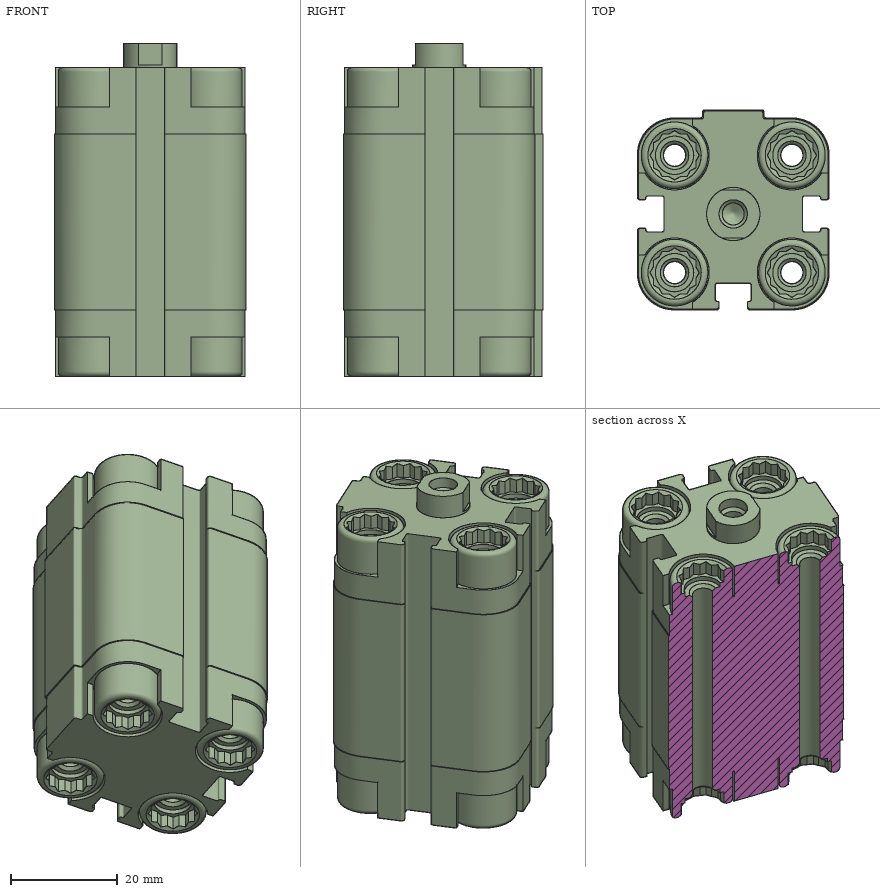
import cadquery as cq
import math

body_height = 58.0
body_width = 36.0
half_width = body_width / 2
cap_length = 12.5
cap_inset = 0.2
screw_offset = 11.0
corner_radius = half_width - screw_offset
overshoot = 0.6

ridge_top = 19.5
ridge_width = 11.5
ridge_top_fillet = 0.4
ridge_root_fillet = 0.5

slot_floor = 13.0
slot_ledge = 16.4
slot_width = 6.7
slot_opening = 5.3
lip_fillet = 0.5
slot_fillet = 0.3

recess_depth = 7.45
recess_diameter = 13.0
recess_wall = 7.7
head_diameter = 12.5
head_fillet = 0.9

screw_bore = 4.1
socket_rim = 10.0
socket_rim_slope = 30.0
socket_flats = 8.0
socket_depth = 3.05
counterbore_diameter = 7.2
counterbore_depth = 4.0
countersink_diameter = 5.3
countersink_depth = counterbore_depth + (countersink_diameter - screw_bore) / 2

rod_diameter = 10.0
rod_top = 62.5
rod_bottom = body_height - cap_length
rod_flats = 9.0
rod_collar = 0.45
rod_entry_diameter = 5.3
rod_entry_depth = 2.0
rod_bore_diameter = 4.1
rod_bore_depth = 8.75
drill_point_angle = 118.0


def t_slot(angle):
    """Full-height T-slot cutter, turned from the +X side by the angle."""
    chamber_length = slot_ledge - slot_floor
    mouth_length = half_width + overshoot - slot_floor
    chamber = cq.Workplane("XY").box(chamber_length, slot_width, body_height, centered=(False, True, False))
    mouth = cq.Workplane("XY").box(mouth_length, slot_opening, body_height, centered=(False, True, False))
    slot = chamber.union(mouth)
    inner_edges = cq.selectors.BoxSelector(
        (-overshoot, -slot_width, -overshoot),
        (chamber_length + overshoot, slot_width, body_height + overshoot),
    )
    slot = slot.edges("|Z").edges(inner_edges).fillet(slot_fillet)
    slot = slot.translate((slot_floor, 0, 0))
    return slot.rotate((0, 0, 0), (0, 0, 1), angle)


def upright_edges_near(x, y, height):
    """Selector for the vertical edges that pass close to a point of the outline."""
    reach = 0.05
    return cq.selectors.BoxSelector(
        (x - reach, y - reach, -overshoot),
        (x + reach, y + reach, height + overshoot),
    )


def housing_section(bottom, height, inset):
    """One stretch of the housing, with its outer faces set back by the inset."""
    face = half_width - inset
    ridge_half = ridge_width / 2 - inset
    ridge_face = ridge_top - inset
    section = cq.Workplane("XY").box(2 * face, 2 * face, height, centered=(True, True, False))
    section = section.edges("|Z").fillet(corner_radius - inset)
    ridge = cq.Workplane("XY").box(2 * ridge_half, ridge_face, height, centered=(True, False, False))
    section = section.union(ridge)
    for angle in (0, 180, 270):
        section = section.cut(t_slot(angle))

    for side in (-1, 1):
        for y, radius in ((face, ridge_root_fillet), (ridge_face, ridge_top_fillet)):
            section = section.edges(upright_edges_near(side * ridge_half, y, height)).fillet(radius)
        lip = side * slot_opening / 2
        for x, y in ((face, lip), (-face, lip), (lip, -face)):
            section = section.edges(upright_edges_near(x, y, height)).fillet(lip_fillet)
    return section.translate((0, 0, bottom))


def corner_recess(sign_x, sign_y):
    """Cutter for the recess around one screw head at the top end."""
    floor = body_height - recess_depth
    size = half_width + overshoot - recess_wall
    middle = recess_wall + size / 2
    round_part = cq.Workplane("XY").circle(recess_diameter / 2).extrude(recess_depth)
    round_part = round_part.translate((sign_x * screw_offset, sign_y * screw_offset, floor))
    corner_part = cq.Workplane("XY").box(size, size, recess_depth, centered=(True, True, False))
    corner_part = corner_part.translate((sign_x * middle, sign_y * middle, floor))
    return round_part.union(corner_part)


def socket():
    """Cutter for the stepped twelve-point socket, with its mouth at Z = 0."""
    hexagon_diameter = socket_flats / math.cos(math.radians(30))
    rim_depth = socket_rim / 2 * math.tan(math.radians(socket_rim_slope))
    rim = cq.Workplane("XZ").polyline([(0, 0), (socket_rim / 2, 0), (0, -rim_depth)]).close().revolve()
    cutter = rim
    for angle in (0, 30):
        hexagon = cq.Workplane("XY").polygon(6, hexagon_diameter).extrude(-socket_depth)
        cutter = cutter.union(hexagon.rotate((0, 0, 0), (0, 0, 1), angle))
    steps = (
        cq.Workplane("XZ")
        .moveTo(0, 0)
        .lineTo(counterbore_diameter / 2, 0)
        .lineTo(counterbore_diameter / 2, -counterbore_depth)
        .lineTo(countersink_diameter / 2, -counterbore_depth)
        .lineTo(screw_bore / 2, -countersink_depth)
        .lineTo(0, -countersink_depth)
        .close()
        .revolve()
    )
    return cutter.union(steps)


def screw_head():
    """Rounded screw head with its socket, standing on the recess floor at the top end."""
    head = cq.Workplane("XY").circle(head_diameter / 2).extrude(recess_depth)
    head = head.faces(">Z").edges().fillet(head_fillet)
    head = head.cut(socket().translate((0, 0, recess_depth)))
    return head.translate((0, 0, body_height - recess_depth))


def at_bottom_end(shape):
    """The same shape mirrored from the top end to the bottom end."""
    return shape.mirror("XY", (0, 0, body_height / 2))


def make_housing():
    """Housing with its caps, slots, ridge, screw heads and screw bores as one solid."""
    housing = housing_section(cap_length, body_height - 2 * cap_length, 0)
    for cap_bottom in (0, body_height - cap_length):
        housing = housing.union(housing_section(cap_bottom, cap_length, cap_inset))

    head = screw_head()
    for sign_x in (-1, 1):
        for sign_y in (-1, 1):
            recess = corner_recess(sign_x, sign_y)
            placed_head = head.translate((sign_x * screw_offset, sign_y * screw_offset, 0))
            housing = housing.cut(recess).cut(at_bottom_end(recess))
            housing = housing.union(placed_head).union(at_bottom_end(placed_head))

    bores = (
        cq.Workplane("XY")
        .rect(2 * screw_offset, 2 * screw_offset, forConstruction=True)
        .vertices()
        .circle(screw_bore / 2)
        .extrude(body_height)
    )
    rod_seat = cq.Workplane("XY").workplane(offset=rod_bottom).circle(rod_diameter / 2).extrude(cap_length)
    return housing.cut(bores).cut(rod_seat)


def make_rod():
    """Piston rod with wrench flats and a stepped blind hole, seated in the top cap."""
    rod_length = rod_top - rod_bottom
    rod = cq.Workplane("XY").workplane(offset=rod_bottom).circle(rod_diameter / 2).extrude(rod_length)
    flats_bottom = body_height + rod_collar
    for side in (-1, 1):
        flat = cq.Workplane("XY").box(
            rod_diameter, rod_diameter, rod_top - flats_bottom, centered=(True, True, False)
        )
        rod = rod.cut(flat.translate((0, side * (rod_flats + rod_diameter) / 2, flats_bottom)))

    countersink_bottom = rod_entry_depth + (rod_entry_diameter - rod_bore_diameter) / 2
    point_length = rod_bore_diameter / 2 / math.tan(math.radians(drill_point_angle / 2))
    bore = (
        cq.Workplane("XZ")
        .moveTo(0, 0)
        .lineTo(rod_entry_diameter / 2, 0)
        .lineTo(rod_entry_diameter / 2, -rod_entry_depth)
        .lineTo(rod_bore_diameter / 2, -countersink_bottom)
        .lineTo(rod_bore_diameter / 2, -rod_bore_depth)
        .lineTo(0, -rod_bore_depth - point_length)
        .close()
        .revolve()
    )
    return rod.cut(bore.translate((0, 0, rod_top)))


housing = make_housing()
rod = make_rod()
result = cq.Compound.makeCompound([housing.val(), rod.val()])

_WHAT THIS TASK INVOLVES_
The first line of the listing through the line with "socket_depth = 3.05": repeat exactly that span and nothing more, skipping pictures.

_WRITTEN SOLUTION_
import cadquery as cq
import math

body_height = 58.0
body_width = 36.0
half_width = body_width / 2
cap_length = 12.5
cap_inset = 0.2
screw_offset = 11.0
corner_radius = half_width - screw_offset
overshoot = 0.6

ridge_top = 19.5
ridge_width = 11.5
ridge_top_fillet = 0.4
ridge_root_fillet = 0.5

slot_floor = 13.0
slot_ledge = 16.4
slot_width = 6.7
slot_opening = 5.3
lip_fillet = 0.5
slot_fillet = 0.3

recess_depth = 7.45
recess_diameter = 13.0
recess_wall = 7.7
head_diameter = 12.5
head_fillet = 0.9

screw_bore = 4.1
socket_rim = 10.0
socket_rim_slope = 30.0
socket_flats = 8.0
socket_depth = 3.05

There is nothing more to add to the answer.